Frustum of a Regular Pyramid

Frustum of a regular pyramid is a portion of right regular pyramid included between the base and a section parallel to the base.

Properties of a Frustum of Regular Pyramid

The slant height of a frustum of a regular pyramid is the altitude of the face.
The lateral edges of a frustum of a regular pyramid are equal, and the faces are equal isosceles trapezoids.
The bases of a frustum of a regular pyramid are similar regular polygons.

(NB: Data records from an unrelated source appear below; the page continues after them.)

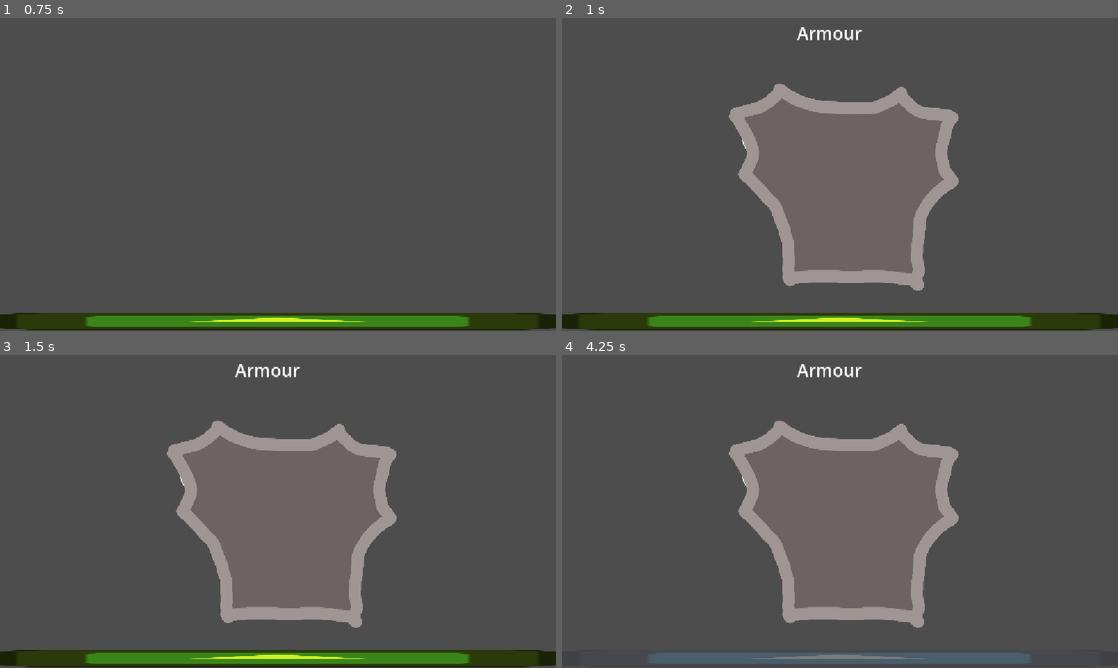
Above: before the commit, frames 1-4 (two rows, left to right).
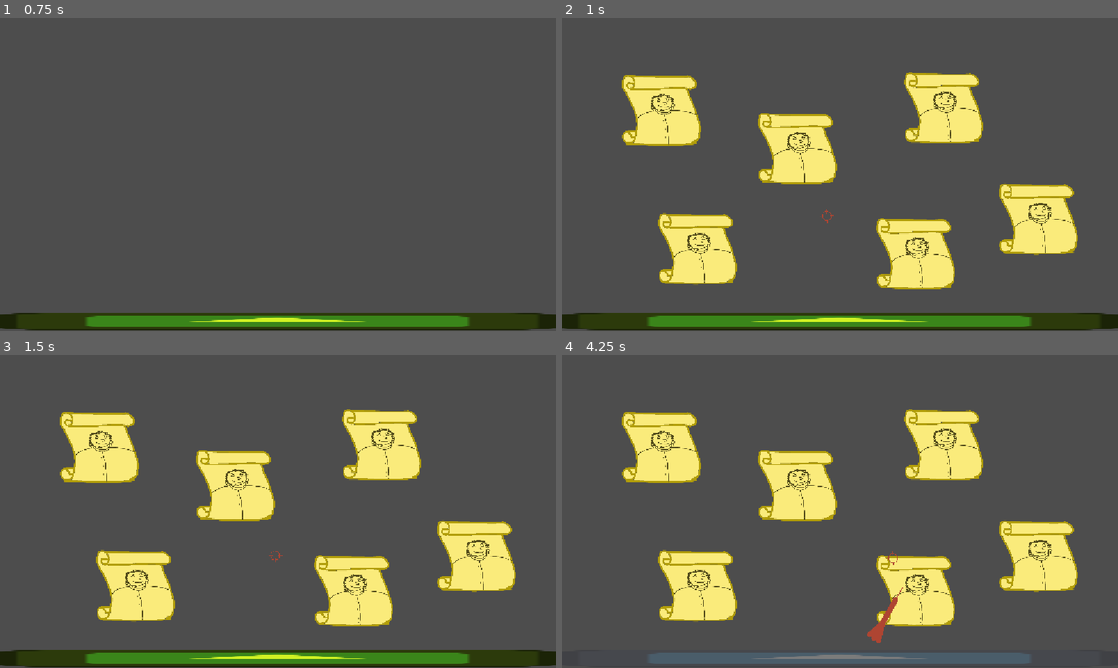
Above: after the commit, the same moments.

Repository: piotrjurga/gmtk26
Game: Godot game, scene res://scenes/main.tscn
Two runs of this game, one before a commit and one after it. Both use one fixed random seed, a clock stepped at 60 frames per second and the inputs below. The engine's default icon, where the game draws it, is replaced by a stand-in: a white triangle on a blue panel in a dark square.
Inputs (mouse positions are in pixels of both pictures, inside the frame that each line leads up to):
- Up to frame 1 (0.75 s): tap Enter at 0.5 s; move the mouse to (400, 158) at 0.52 s; hold D (right) from 0.53 s (still down); click (400, 158) at 0.67 s
- Up to frame 2 (1 s): keep holding D (right)
- Up to frame 3 (1.5 s): tap Space at 1.25 s; move the mouse to (166, 527) at 1.27 s; release D (right) at 1.28 s; hold S (down) from 1.28 s (still down)
- Up to frame 4 (4.25 s): move the mouse to (895, 442) at 2.02 s; release S (down) at 2.03 s; hold D (right) 2.03-2.78 s; move the mouse to (812, 574) at 2.77 s; hold W (up) 2.78-3.53 s; click (812, 574) at 2.92 s; move the mouse to (1006, 558) at 3.52 s; hold A (left) from 3.53 s (still down)

Frame 1 is identical in both runs. In frame 2, 31% of the frame differs, in the area x 10-93%, y 2-88%; in frame 3, 31%; in frame 4, 31%, in the area x 10-93%, y 2-92%.

Commit message:
darts scene

Diff:
--- a/managers/ScenesManager.gd
+++ b/managers/ScenesManager.gd
@@ -6,6 +6,7 @@
 var armour : PackedScene = preload("res://scenes/armour/armour.tscn")
 var gym : PackedScene = preload("res://scenes/gym/gym.tscn")
 var boss : PackedScene = preload("res://scenes/boss/boss.tscn")
+var darts : PackedScene = preload("res://scenes/darts/darts.tscn")
 
 var current_scene : Scene
 
@@ -29,5 +30,5 @@
         Signals.tick.disconnect(new_game)
 
         # to delete, should be town
-        change_scene(armour)
-        #change_scene(town)
+        #change_scene(tavern)
+        change_scene(darts)
--- /dev/null
+++ b/scenes/darts/dart_target.tscn
@@ -0,0 +1,10 @@
+[gd_scene format=3 uid="uid://ql0cs4d8v434"]
+
+[ext_resource type="Texture2D" uid="uid://dasigls5sjisn" path="res://assets/scroll.png" id="1_h5gej"]
+
+[node name="Target" type="Node2D" unique_id=139521801]
+
+[node name="Sprite2D" type="Sprite2D" parent="." unique_id=1423420068]
+position = Vector2(17, 11)
+scale = Vector2(0.245, 0.245)
+texture = ExtResource("1_h5gej")
--- /dev/null
+++ b/scenes/darts/dart_throw.gd
@@ -0,0 +1,22 @@
+class_name DartThrow extends CharacterBody2D
+
+
+const SPEED = 1500.0
+
+@export var target : Vector2 = Vector2.ZERO
+
+func set_target(new_target : Vector2):
+    target = new_target + Vector2(50 - randf() * 100, 50 - randf() * 100)
+    look_at(target)
+
+func _physics_process(delta):
+    if target == Vector2.ZERO:
+        return
+
+    if global_position.distance_to(target) < 30:
+        return
+
+    var dir = (target - global_position).normalized()
+
+    velocity = dir * SPEED
+    move_and_slide()
--- /dev/null
+++ b/scenes/darts/dart_throw.tscn
@@ -0,0 +1,21 @@
+[gd_scene format=3 uid="uid://e6iw8vpxpnn3"]
+
+[ext_resource type="Texture2D" uid="uid://dbo4c75oc2th0" path="res://assets/dart.png" id="1_crvcy"]
+[ext_resource type="Script" uid="uid://blwrunxwudupj" path="res://scenes/darts/dart_throw.gd" id="1_q67yp"]
+
+[sub_resource type="RectangleShape2D" id="RectangleShape2D_gxi48"]
+size = Vector2(20, 103)
+
+[node name="dart" type="CharacterBody2D" unique_id=656937881]
+script = ExtResource("1_q67yp")
+
+[node name="Sprite2D" type="Sprite2D" parent="." unique_id=1382180909]
+position = Vector2(-76.99998, -0.4999771)
+rotation = 1.5707964
+scale = Vector2(0.2975, 0.2975)
+texture = ExtResource("1_crvcy")
+
+[node name="CollisionShape2D" type="CollisionShape2D" parent="." unique_id=1617701150]
+position = Vector2(-76.999985, -3.999977)
+rotation = 1.5707964
+shape = SubResource("RectangleShape2D_gxi48")
--- /dev/null
+++ b/scenes/darts/darts.gd
@@ -0,0 +1,26 @@
+extends Scene
+
+@export var sight : Sight
+@export var dart : DartThrow
+@export var targets : Array[Node2D]
+var min_distance : float = 100
+
+func last_tick():
+    var closest_target : Node2D = null
+    var distance_to_target : float
+    var current_distance : float
+    for target in targets:
+        current_distance = sight.global_position.distance_to(target.global_position)
+        if current_distance > min_distance:
+            continue
+
+        if closest_target == null || distance_to_target > current_distance:
+            closest_target = target
+            distance_to_target = current_distance
+
+    if closest_target == null:
+        closest_target = targets.pick_random()
+
+    dart.set_target(closest_target.global_position)
+
+    sight.enabled = false
--- /dev/null
+++ b/scenes/darts/darts.tscn
@@ -0,0 +1,36 @@
+[gd_scene format=3 uid="uid://d2ym6jnmfkq1u"]
+
+[ext_resource type="PackedScene" uid="uid://ql0cs4d8v434" path="res://scenes/darts/dart_target.tscn" id="1_57ewy"]
+[ext_resource type="Script" uid="uid://djx3tepqy4bmx" path="res://scenes/darts/darts.gd" id="1_x4xqp"]
+[ext_resource type="PackedScene" uid="uid://e6iw8vpxpnn3" path="res://scenes/darts/dart_throw.tscn" id="2_somb7"]
+[ext_resource type="PackedScene" uid="uid://bohk2ejkjy566" path="res://scenes/darts/sight.tscn" id="2_x4xqp"]
+
+[node name="darts" type="Node2D" unique_id=1772197419 node_paths=PackedStringArray("sight", "dart", "targets")]
+script = ExtResource("1_x4xqp")
+sight = NodePath("Sight")
+dart = NodePath("dart")
+targets = [NodePath("Target"), NodePath("Target2"), NodePath("Target3"), NodePath("Target4"), NodePath("Target5"), NodePath("Target6")]
+
+[node name="Target" parent="." unique_id=139521801 instance=ExtResource("1_57ewy")]
+position = Vector2(204, 190)
+
+[node name="Target2" parent="." unique_id=508167755 instance=ExtResource("1_57ewy")]
+position = Vector2(486, 269)
+
+[node name="Target3" parent="." unique_id=744363297 instance=ExtResource("1_57ewy")]
+position = Vector2(789, 185)
+
+[node name="Target4" parent="." unique_id=394666032 instance=ExtResource("1_57ewy")]
+position = Vector2(985, 415)
+
+[node name="Target5" parent="." unique_id=1249790267 instance=ExtResource("1_57ewy")]
+position = Vector2(731, 487)
+
+[node name="Target6" parent="." unique_id=2046029820 instance=ExtResource("1_57ewy")]
+position = Vector2(279, 477)
+
+[node name="Sight" parent="." unique_id=1568300132 instance=ExtResource("2_x4xqp")]
+position = Vector2(549, 410)
+
+[node name="dart" parent="." unique_id=1523667051 instance=ExtResource("2_somb7")]
+position = Vector2(571, 722)
--- /dev/null
+++ b/scenes/darts/sight.gd
@@ -0,0 +1,22 @@
+class_name Sight extends CharacterBody2D
+
+const SPEED = 500.0
+
+var enabled : bool = true
+
+func _physics_process(delta):
+    if !enabled:
+        return
+    var direction_x = Input.get_axis("left", "right")
+    var direction_y = Input.get_axis("up", "down")
+    if direction_x:
+        velocity.x = move_toward(velocity.x, direction_x * SPEED, delta * SPEED / 2)
+    else:
+        velocity.x = move_toward(velocity.x, 0, delta * SPEED / 2)
+    if direction_y:
+        velocity.y = move_toward(velocity.y, direction_y * SPEED, delta * SPEED / 2)
+    else:
+        velocity.y = move_toward(velocity.y, 0, delta * SPEED / 2)
+
+    print(velocity)
+    move_and_slide()
--- /dev/null
+++ b/scenes/darts/sight.tscn
@@ -0,0 +1,17 @@
+[gd_scene format=3 uid="uid://bohk2ejkjy566"]
+
+[ext_resource type="Script" uid="uid://dvcb036dtqfp" path="res://scenes/darts/sight.gd" id="1_3ld67"]
+[ext_resource type="Texture2D" uid="uid://b5vncech1ujyo" path="res://assets/sight.png" id="1_x5k5e"]
+
+[sub_resource type="CircleShape2D" id="CircleShape2D_gxi48"]
+
+[node name="Sight" type="CharacterBody2D" unique_id=1568300132]
+script = ExtResource("1_3ld67")
+
+[node name="CollisionShape2D" type="CollisionShape2D" parent="." unique_id=902515379]
+shape = SubResource("CircleShape2D_gxi48")
+
+[node name="Sprite2D" type="Sprite2D" parent="." unique_id=1055776568]
+position = Vector2(0, 1)
+scale = Vector2(0.055, 0.055)
+texture = ExtResource("1_x5k5e")
--- a/scenes/scene.gd
+++ b/scenes/scene.gd
@@ -4,6 +4,7 @@
 
 func _ready():
     Signals.tick.connect(tick)
+    Signals.last_tick.connect(last_tick)
 
 func tick(current_tick : int):
     if self != ScenesManager.current_scene:
@@ -14,5 +15,8 @@
         progress -= 100.0 / 3
         Signals.progress_bar_set.emit(progress)
 
+func last_tick():
+    pass
+
 func next_scene() -> PackedScene:
     return ScenesManager.town
--- /dev/null
+++ b/scenes/tavern/full_text.gd
@@ -0,0 +1,10 @@
+@tool
+extends RichTextEffect
+class_name FullText
+
+var bbcode := "FULL"
+
+func _process_custom_fx(char_fx) -> bool:
+    char_fx.color = Color.DIM_GRAY
+
+    return true
--- /dev/null
+++ b/scenes/tavern/success.gd
@@ -0,0 +1,12 @@
+@tool
+extends RichTextEffect
+class_name SuccessText
+
+var bbcode := "SUCCESS"
+
+func _process_custom_fx(char_fx) -> bool:
+    var bounce := pow((fmod(6.0 + char_fx.elapsed_time/0.1 + char_fx.range.x/4.0, 4.0)-2.0), 2.0) / 4.0
+    char_fx.offset.y = 10.0 * bounce - 10.0
+
+    char_fx.color = Color.SANDY_BROWN
+    return true
--- a/scenes/tavern/tavern.gd
+++ b/scenes/tavern/tavern.gd
@@ -1,4 +1,45 @@
 extends Scene
 
+@export var words : Array[String]
+@export var word_label : RichTextLabel
+var current_word : String
+var letter_index : int
+var block_input : bool = false
+var is_success : bool = false
 
-@export var words : Array[String]
+func _ready():
+    super._ready()
+    current_word = words.pick_random()
+    letter_index = 0
+    update_current_label_text()
+    Signals.last_tick.connect(end_level)
+
+func end_level():
+    block_input = true
+    #is_success
+
+func _input(event):
+    if block_input:
+        return
+    if event is not InputEventKey:
+        return
+    if not event.pressed:
+        return
+    if event.unicode != 32 && (event.unicode < 65 || event.unicode > 122):
+        return
+    if current_word[letter_index].to_upper() != char(event.unicode).to_upper():
+        return
+    letter_index += 1
+    if letter_index == current_word.length():
+        success()
+        return
+
+    update_current_label_text()
+
+func update_current_label_text():
+    word_label.text = ("[tavern]" + current_word.substr(0, letter_index) + "[/tavern][full]" + current_word.substr(letter_index, current_word.length() - letter_index) + "[/full]").to_upper()
+
+
+func success():
+    is_success = true
+    word_label.text = ("[success]" + current_word).to_upper()
--- a/scenes/tavern/tavern.tscn
+++ b/scenes/tavern/tavern.tscn
@@ -1,17 +1,54 @@
 [gd_scene format=3 uid="uid://c5u8hbh2l8gyt"]
 
 [ext_resource type="Script" uid="uid://btisk6hild45h" path="res://scenes/tavern/tavern.gd" id="1_inl0q"]
+[ext_resource type="Script" uid="uid://6yhk50l24twa" path="res://scenes/tavern/tavern_text_effect.gd" id="2_j7gx7"]
+[ext_resource type="Script" uid="uid://dtikkcn7g8abb" path="res://scenes/tavern/full_text.gd" id="3_5jmso"]
+[ext_resource type="Script" uid="uid://dg504ct80dgrv" path="res://scenes/tavern/success.gd" id="4_nd0ff"]
 
-[sub_resource type="LabelSettings" id="LabelSettings_gxi48"]
-font_size = 36
+[sub_resource type="RichTextEffect" id="RichTextEffect_5jmso"]
+script = ExtResource("3_5jmso")
+metadata/_custom_type_script = "uid://dtikkcn7g8abb"
 
-[node name="Tavern" type="Node2D" unique_id=2119835233]
+[sub_resource type="RichTextEffect" id="RichTextEffect_inl0q"]
+script = ExtResource("2_j7gx7")
+metadata/_custom_type_script = "uid://6yhk50l24twa"
+
+[sub_resource type="RichTextEffect" id="RichTextEffect_nnv1s"]
+script = ExtResource("4_nd0ff")
+metadata/_custom_type_script = "uid://dg504ct80dgrv"
+
+[node name="Tavern" type="Node2D" unique_id=2119835233 node_paths=PackedStringArray("word_label")]
 script = ExtResource("1_inl0q")
+words = Array[String](["revolution", "we can do it", "eat the rich"])
+word_label = NodePath("Control/RichTextLabel")
 
-[node name="Label" type="Label" parent="." unique_id=300132292]
-offset_left = 463.0
-offset_top = 289.0
-offset_right = 525.0
-offset_bottom = 312.0
-text = "TAVERN"
-label_settings = SubResource("LabelSettings_gxi48")
+[node name="Control" type="Control" parent="." unique_id=163089909]
+layout_mode = 3
+anchors_preset = 15
+anchor_right = 1.0
+anchor_bottom = 1.0
+offset_right = 1152.0
+offset_bottom = 648.0
+grow_horizontal = 2
+grow_vertical = 2
+
+[node name="RichTextLabel" type="RichTextLabel" parent="Control" unique_id=220715103]
+layout_mode = 1
+anchors_preset = 8
+anchor_left = 0.5
+anchor_top = 0.5
+anchor_right = 0.5
+anchor_bottom = 0.5
+offset_left = -576.0
+offset_top = -87.0
+offset_right = 576.0
+offset_bottom = 23.0
+grow_horizontal = 2
+grow_vertical = 2
+theme_override_font_sizes/normal_font_size = 52
+bbcode_enabled = true
+text = "[success]success"
+scroll_active = false
+horizontal_alignment = 1
+vertical_alignment = 1
+custom_effects = [SubResource("RichTextEffect_5jmso"), SubResource("RichTextEffect_inl0q"), SubResource("RichTextEffect_nnv1s")]
--- /dev/null
+++ b/scenes/tavern/tavern_text_effect.gd
@@ -0,0 +1,12 @@
+@tool
+extends RichTextEffect
+class_name TavernText
+
+var bbcode := "TAVERN"
+
+func _process_custom_fx(char_fx) -> bool:
+    #var bounce := pow((fmod(6.0 + char_fx.elapsed_time + char_fx.range.x/4.0, 4.0)-2.0), 2.0) / 4.0
+    #char_fx.offset.y = 10.0 * bounce - 10.0
+
+    char_fx.color = Color.SANDY_BROWN
+    return true
Binary file added: assets/dart.png
Not shown, added: assets/dart.png.import
Binary file added: assets/scroll.png
Not shown, added: assets/scroll.png.import
Binary file added: assets/sight.png
Not shown, added: assets/sight.png.import
Not shown, added: scenes/darts/dart_throw.gd.uid
Not shown, added: scenes/darts/darts.gd.uid
Not shown, added: scenes/darts/sight.gd.uid
Not shown, added: scenes/tavern/full_text.gd.uid
Not shown, added: scenes/tavern/success.gd.uid
Not shown, added: scenes/tavern/tavern_text_effect.gd.uid
(and 4 more such lines)

If these polygons become equal, the frustum will become prism.

Elements of a Frustum of Regular Pyramid
a = upper base edge
b = lower base edge
e = lateral edge
h = altitude
L = slant height
A₁ = area of lower base
A₂ = area of upper base
n = number of lower base edges

Formulas for Frustum of a Regular Pyramid

Area of Bases, A₁ and A₂
See the formulas of regular polygon for the formula of A₁ and A₂

Volume

$V = \frac{1}{3}\left( A_1 + A_2 + \sqrt{A_1A_2} \right)h$

See the derivation of formula for volume of a frustum.

Lateral Area, A_L
The lateral area of frustum of regular pyramid is equal to one-half the sum of the perimeters of the bases multiplied by the slant height.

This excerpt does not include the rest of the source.